Her gün birbirimizi görebilmek için türlü şeyler yapıyorduk, Oğuz okul çıkışlarını bekliyor beni görmeden gitmiyordu.

Yine bir okul çıkışıydı ki ben Oğuzu çıkışta görememiştim acaba neredeydi? neden benim çıkmamı beklememişti? Oysa hergün benim çıkış saattimi beklerdi. Bu sorular aklımı tırmalerken, Oğuzu görmeden eve gitmek içime sinmemişti onu görmeliydim. Buldum Oğuzu görebileceğim en güzel en doğru yer evlerinin ora olmalıydı. Madem Kardelenin evinin de yolu o taraftaydı o zaman Kardelene eşlik edebilirdim. Hem belki Oğuzu da görebilirdim.

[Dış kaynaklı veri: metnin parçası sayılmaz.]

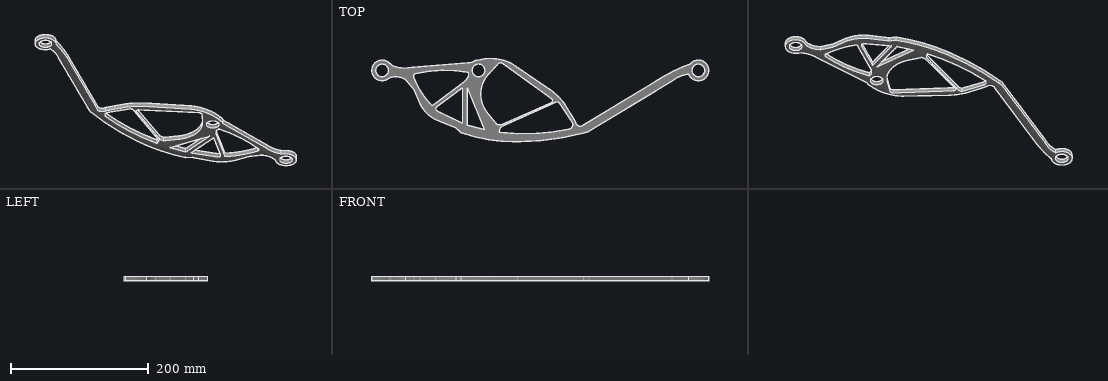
import cadquery as cq

thickness = 6.5
length = 490.0
body_width = 121.5
hole_diameter = 18.0
eye_diameter = 30.5
eye_radius = eye_diameter / 2
middle_eye_x = 140.0
right_eye_x = length - eye_diameter
eye_centres = [(0, 0), (middle_eye_x, 0), (right_eye_x, 0)]

body_top_y = 17.5
body_bottom_y = body_top_y - body_width

web_left_x = 116.5
web_right_x = 124.0


def line(end):
    """Straight stretch to the end point."""
    return ("line", end)


def arc(middle, end):
    """Circular stretch through the middle point to the end point."""
    return ("arc", middle, end)


def plate(start, stretches):
    """Extrude the closed outline that begins at start through the thickness."""
    outline = cq.Workplane("XY").moveTo(*start)
    for kind, *points in stretches:
        if kind == "line":
            outline = outline.lineTo(*points[0])
        else:
            outline = outline.threePointArc(*points)
    return outline.close().extrude(thickness)


def cylinders(diameter):
    """Make one upright cylinder at every eye."""
    return cq.Workplane("XY").pushPoints(eye_centres).circle(diameter / 2).extrude(thickness)


body = plate(
    (0, 0),
    [
        line((9.0, 12.2)),
        line((15.5, 7.0)),
        arc((23.5, 4.5), (40.5, 4.5)),
        line((131.5, 12.0)),
        line((middle_eye_x, eye_radius)),
        arc((157.0, body_top_y), (173.0, 15.5)),
        arc((182.0, 13.0), (189.5, 9.5)),
        line((235.5, -22.0)),
        arc((251.5, -33.5), (263.5, -46.0)),
        line((281.3, -74.5)),
        arc((287.0, -81.0), (293.0, -79.0)),
        line((411.0, -7.5)),
        arc((429.0, 2.0), (448.5, 10.0)),
        line((right_eye_x, 0)),
        line((446.5, -5.5)),
        arc((434.0, -8.5), (421.5, -15.5)),
        line((300.5, -88.5)),
        arc((297.0, -90.0), (293.0, -91.0)),
        arc((246.0, -100.5), (197.0, body_bottom_y)),
        arc((155.5, -101.0), (114.5, -90.5)),
        line((107.5, -84.0)),
        line((77.5, -71.5)),
        arc((64.0, -61.5), (55.5, -49.5)),
        line((46.0, -28.0)),
        line((34.5, -13.5)),
        arc((24.5, -10.0), (12.5, -10.5)),
        line((4.0, -14.0)),
    ],
)

upper_left_pocket = plate(
    (48.0, -5.0),
    [
        arc((94.0, 0), (125.5, -3.0)),
        line((125.5, -8.5)),
        arc((122.0, -13.5), (117.5, -17.5)),
        line((74.5, -50.0)),
        arc((73.0, -50.5), (71.0, -49.5)),
        arc((55.5, -29.0), (46.0, -10.0)),
        line((46.0, -7.0)),
    ],
)

lower_left_pocket = plate(
    (web_left_x, -25.5),
    [
        line((web_left_x, -76.5)),
        line((81.0, -59.5)),
        arc((78.5, -56.0), (80.5, -52.5)),
    ],
)

triangular_pocket = plate(
    (web_right_x, -26.0),
    [
        line((web_right_x, -79.5)),
        line((148.5, -85.7)),
    ],
)

large_pocket = plate(
    (169.0, 10.0),
    [
        arc((172.0, 11.0), (175.5, 10.0)),
        line((246.0, -41.0)),
        arc((247.5, -43.5), (246.5, -46.5)),
        line((175.5, -78.0)),
        arc((171.5, -79.0), (167.0, -78.5)),
        line((153.0, -61.2)),
        arc((143.5, -33.5), (157.5, -3.0)),
    ],
)

lower_right_pocket = plate(
    (174.5, -81.5),
    [
        line((250.0, -47.5)),
        arc((254.0, -46.0), (257.0, -47.0)),
        line((275.5, -74.5)),
        arc((276.5, -81.5), (271.5, -85.5)),
        arc((220.5, -91.5), (170.0, -89.5)),
        line((172.0, -83.5)),
    ],
)

result = body.union(cylinders(eye_diameter))
for pocket in [
    upper_left_pocket,
    lower_left_pocket,
    triangular_pocket,
    large_pocket,
    lower_right_pocket,
]:
    result = result.cut(pocket)
result = result.cut(cylinders(hole_diameter))

Kardelenle beraber eski fırın karşımdaki yoldan ilerliyo okulda olan ilginç seyleri birbirimize anlatıyo gülüşüyorduk aynı şubelerde değildik ve iki farklı şube iki farklı olay demekti. Tam köşeyi dönecektik ki oda ne? Karşımıza biri çıkıverdi o an göz göze geldik. Köşeyi dönerken karşıma çıkan Oğuzun ta kendisiydi. O gözlerin sahibi de oydu. O an çok heyecanlandım ne yapacağımı bilememiştim. Elim ayağima dolanmış, kalp atış seslerimi duyabiliyodum. Oğuz bana uzunca bi süre baktıktan sonra yoluna devam etmişti. Oğuzun gitmesiyleKardelen şaşkın bakışlarıyla:
"Kanka sen ne yaptın o ses, O hal neydi öyle?" Dedi.
"Ne oldu kanka ne sesi halimde ne varmış?" deyiverdim
Meğer ben heyecandan ufak çaplı bir çığılık atmışım ve ben bunun farkımda bile değildim. Oğuzda napsın bana gülümsemişte öyle gitmiş. Akşam konuştuğumuzda da Oğuzun bana yetişmek beni görmek uğruna acale edip geldiğini öğrenmiştim.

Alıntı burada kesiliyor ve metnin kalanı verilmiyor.